Input:
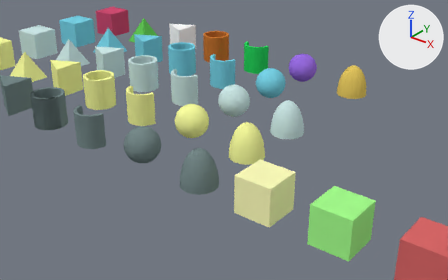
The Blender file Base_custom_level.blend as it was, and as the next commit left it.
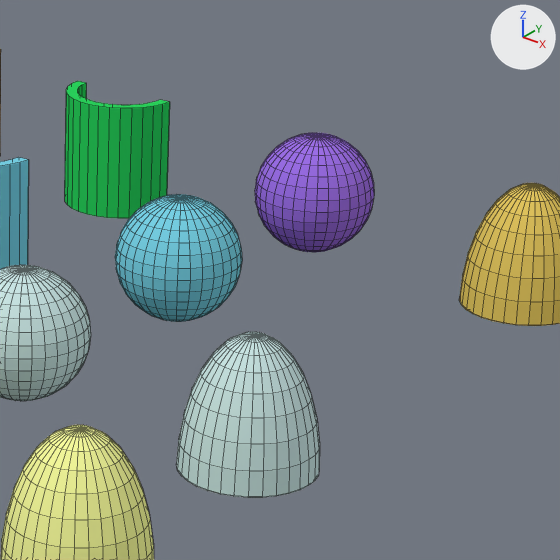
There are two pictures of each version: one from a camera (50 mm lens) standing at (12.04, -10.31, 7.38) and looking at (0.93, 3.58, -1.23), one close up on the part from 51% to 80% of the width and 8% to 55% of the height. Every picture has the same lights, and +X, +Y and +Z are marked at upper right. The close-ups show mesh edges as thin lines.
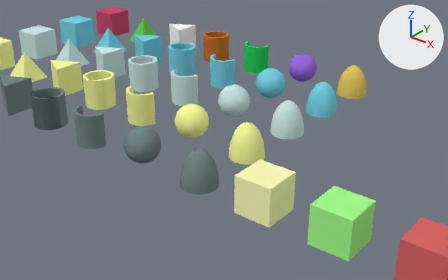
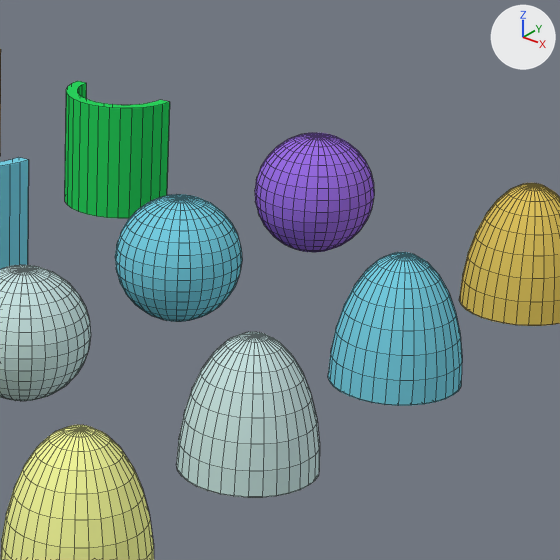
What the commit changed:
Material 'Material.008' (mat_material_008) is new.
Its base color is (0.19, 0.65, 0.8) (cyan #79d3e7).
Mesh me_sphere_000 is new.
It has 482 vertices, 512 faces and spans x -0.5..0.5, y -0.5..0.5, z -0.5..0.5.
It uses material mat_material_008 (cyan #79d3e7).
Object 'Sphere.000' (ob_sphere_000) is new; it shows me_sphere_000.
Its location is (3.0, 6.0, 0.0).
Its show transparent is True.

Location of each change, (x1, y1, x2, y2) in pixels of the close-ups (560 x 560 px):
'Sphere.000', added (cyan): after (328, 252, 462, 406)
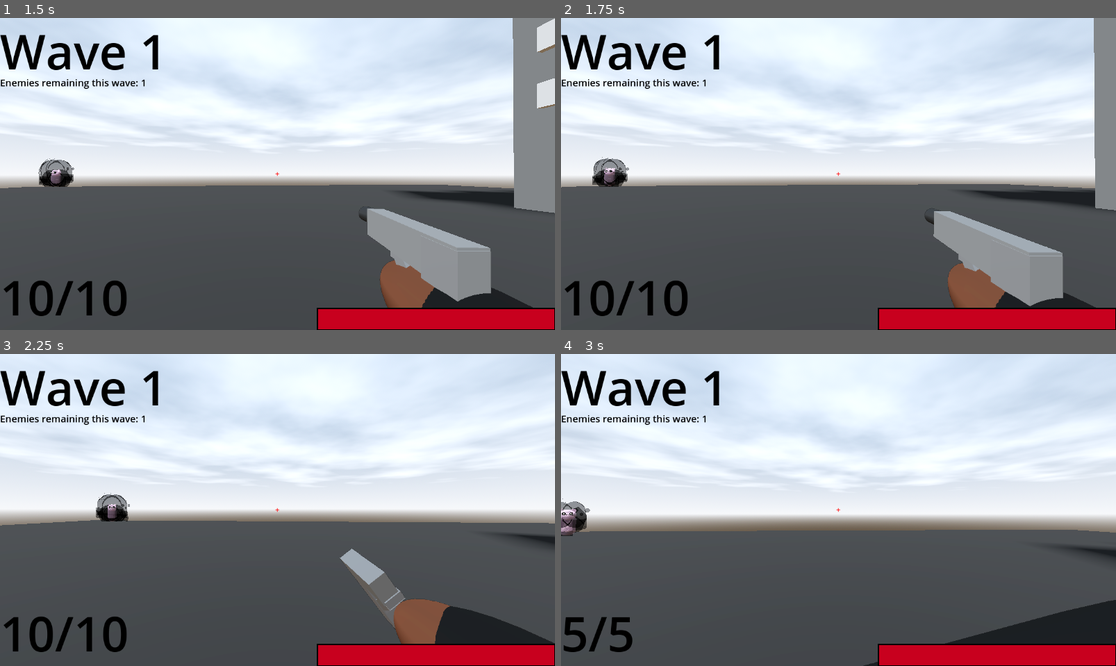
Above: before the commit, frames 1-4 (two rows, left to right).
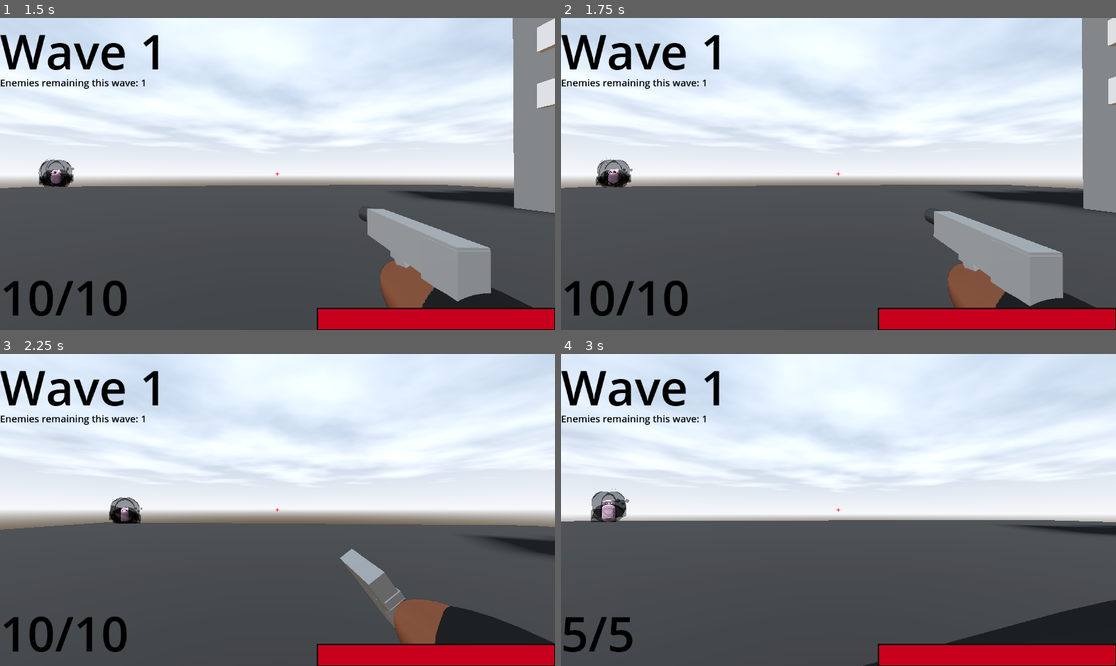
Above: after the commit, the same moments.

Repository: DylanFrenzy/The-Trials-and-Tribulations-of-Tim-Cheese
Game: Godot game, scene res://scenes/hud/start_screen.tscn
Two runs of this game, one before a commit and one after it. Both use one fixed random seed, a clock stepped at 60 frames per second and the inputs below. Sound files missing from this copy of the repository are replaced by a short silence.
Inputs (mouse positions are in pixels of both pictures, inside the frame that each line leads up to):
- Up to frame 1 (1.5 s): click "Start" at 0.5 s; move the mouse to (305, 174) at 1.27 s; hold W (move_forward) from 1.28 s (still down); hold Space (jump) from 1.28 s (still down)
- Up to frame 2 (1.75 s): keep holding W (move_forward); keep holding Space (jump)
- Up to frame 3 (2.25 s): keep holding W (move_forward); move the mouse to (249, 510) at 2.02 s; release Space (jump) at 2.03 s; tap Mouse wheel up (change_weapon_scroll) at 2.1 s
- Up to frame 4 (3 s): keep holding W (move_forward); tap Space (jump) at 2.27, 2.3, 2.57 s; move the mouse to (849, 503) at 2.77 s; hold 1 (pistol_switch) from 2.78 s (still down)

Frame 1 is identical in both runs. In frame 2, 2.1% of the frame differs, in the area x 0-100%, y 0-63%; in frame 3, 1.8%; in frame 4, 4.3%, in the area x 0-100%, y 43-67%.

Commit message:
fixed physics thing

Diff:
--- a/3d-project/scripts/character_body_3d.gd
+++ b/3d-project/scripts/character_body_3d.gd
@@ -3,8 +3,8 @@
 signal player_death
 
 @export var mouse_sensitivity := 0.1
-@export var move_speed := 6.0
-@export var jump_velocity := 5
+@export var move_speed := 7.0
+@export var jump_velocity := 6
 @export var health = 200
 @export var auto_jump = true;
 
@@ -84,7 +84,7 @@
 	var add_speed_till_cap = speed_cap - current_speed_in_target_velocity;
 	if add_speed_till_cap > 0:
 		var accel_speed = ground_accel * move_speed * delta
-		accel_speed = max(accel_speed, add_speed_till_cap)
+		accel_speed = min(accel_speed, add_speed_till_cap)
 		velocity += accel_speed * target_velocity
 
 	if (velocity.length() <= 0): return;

==

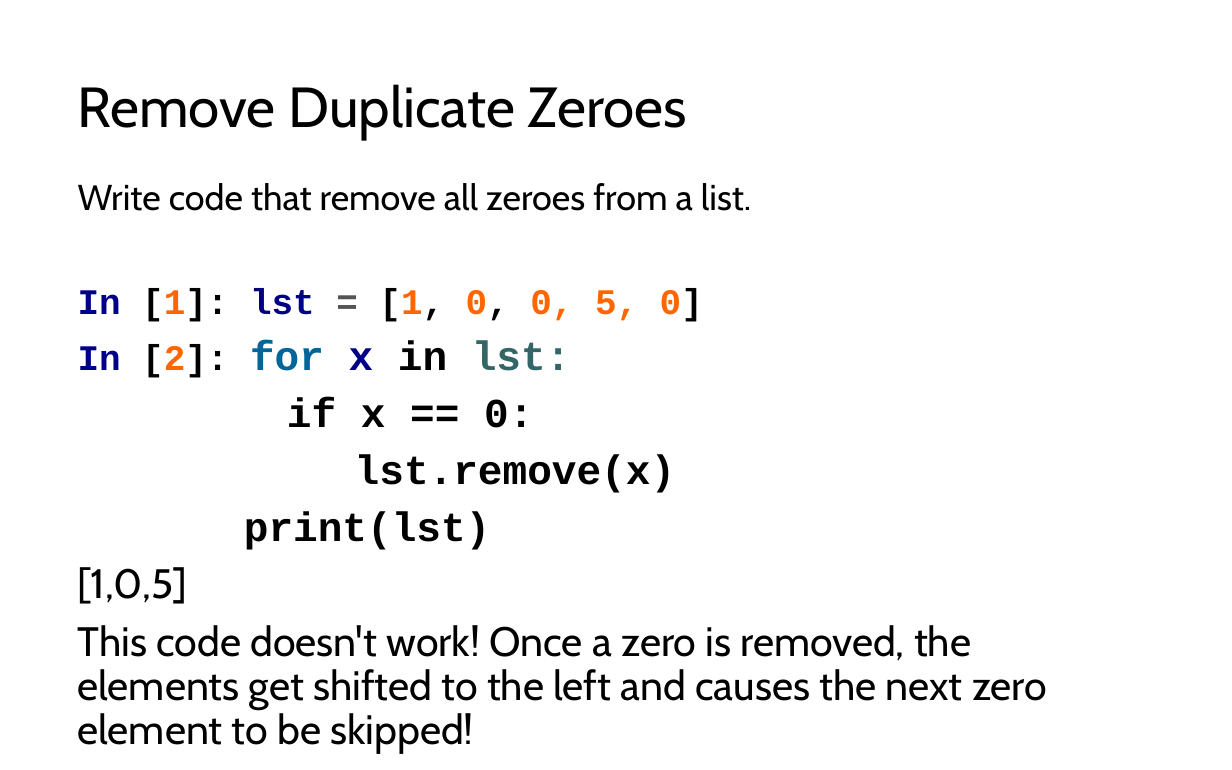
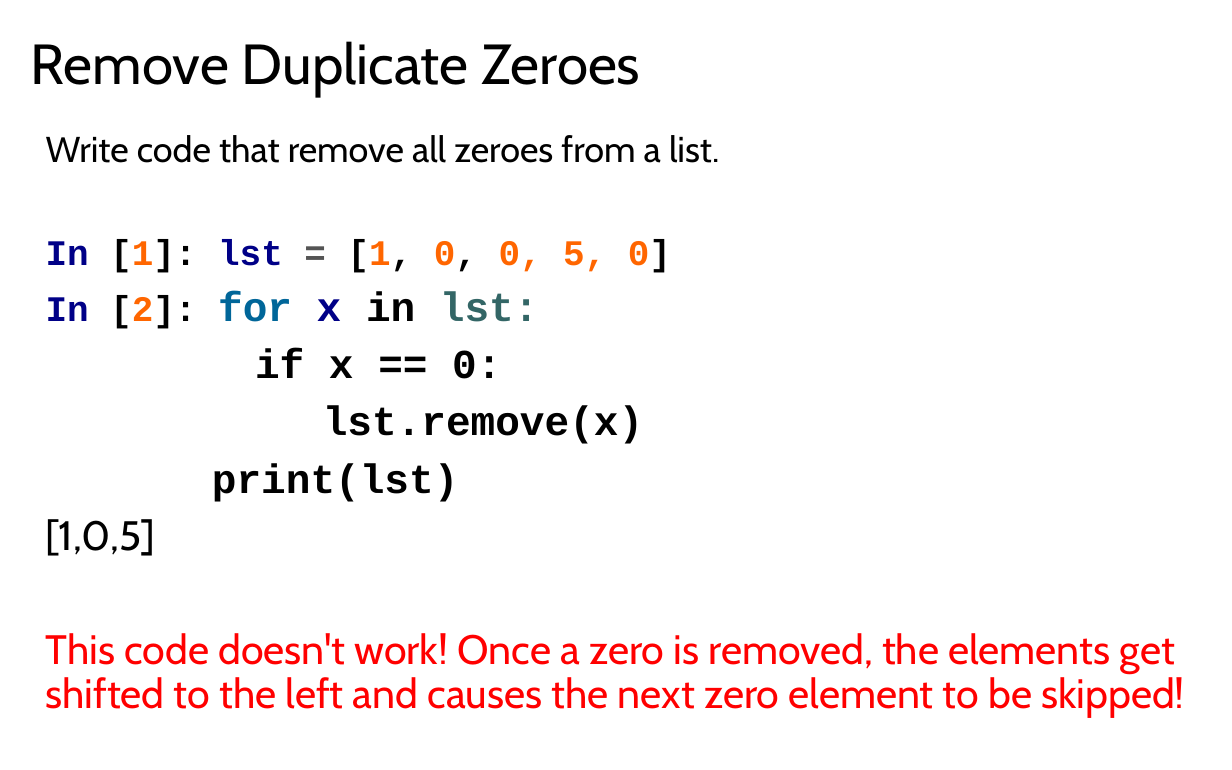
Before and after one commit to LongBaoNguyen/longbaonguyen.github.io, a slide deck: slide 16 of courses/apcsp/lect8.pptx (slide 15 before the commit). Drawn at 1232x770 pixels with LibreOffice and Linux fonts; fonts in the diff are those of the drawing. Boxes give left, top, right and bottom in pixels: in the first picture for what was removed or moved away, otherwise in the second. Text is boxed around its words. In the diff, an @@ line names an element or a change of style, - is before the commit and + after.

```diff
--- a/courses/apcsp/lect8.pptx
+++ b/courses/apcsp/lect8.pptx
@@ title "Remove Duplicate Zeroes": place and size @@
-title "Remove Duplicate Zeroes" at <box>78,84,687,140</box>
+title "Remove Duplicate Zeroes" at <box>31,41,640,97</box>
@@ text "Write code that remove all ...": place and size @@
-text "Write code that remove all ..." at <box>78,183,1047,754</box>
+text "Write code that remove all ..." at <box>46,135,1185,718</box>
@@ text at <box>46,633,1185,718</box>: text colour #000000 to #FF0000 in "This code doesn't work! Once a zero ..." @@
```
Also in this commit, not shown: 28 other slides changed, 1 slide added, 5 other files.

What to produce:
Going back to the entries above, set down exactly the lines that begin at the one with "- Up to frame 2" and end at the one with "jump_velocity := 6", both included, and nothing else.

Result of this task:
- Up to frame 2 (1.75 s): keep holding W (move_forward); keep holding Space (jump)
- Up to frame 3 (2.25 s): keep holding W (move_forward); move the mouse to (249, 510) at 2.02 s; release Space (jump) at 2.03 s; tap Mouse wheel up (change_weapon_scroll) at 2.1 s
- Up to frame 4 (3 s): keep holding W (move_forward); tap Space (jump) at 2.27, 2.3, 2.57 s; move the mouse to (849, 503) at 2.77 s; hold 1 (pistol_switch) from 2.78 s (still down)

Frame 1 is identical in both runs. In frame 2, 2.1% of the frame differs, in the area x 0-100%, y 0-63%; in frame 3, 1.8%; in frame 4, 4.3%, in the area x 0-100%, y 43-67%.

Commit message:
fixed physics thing

Diff:
--- a/3d-project/scripts/character_body_3d.gd
+++ b/3d-project/scripts/character_body_3d.gd
@@ -3,8 +3,8 @@
 signal player_death
 
 @export var mouse_sensitivity := 0.1
-@export var move_speed := 6.0
-@export var jump_velocity := 5
+@export var move_speed := 7.0
+@export var jump_velocity := 6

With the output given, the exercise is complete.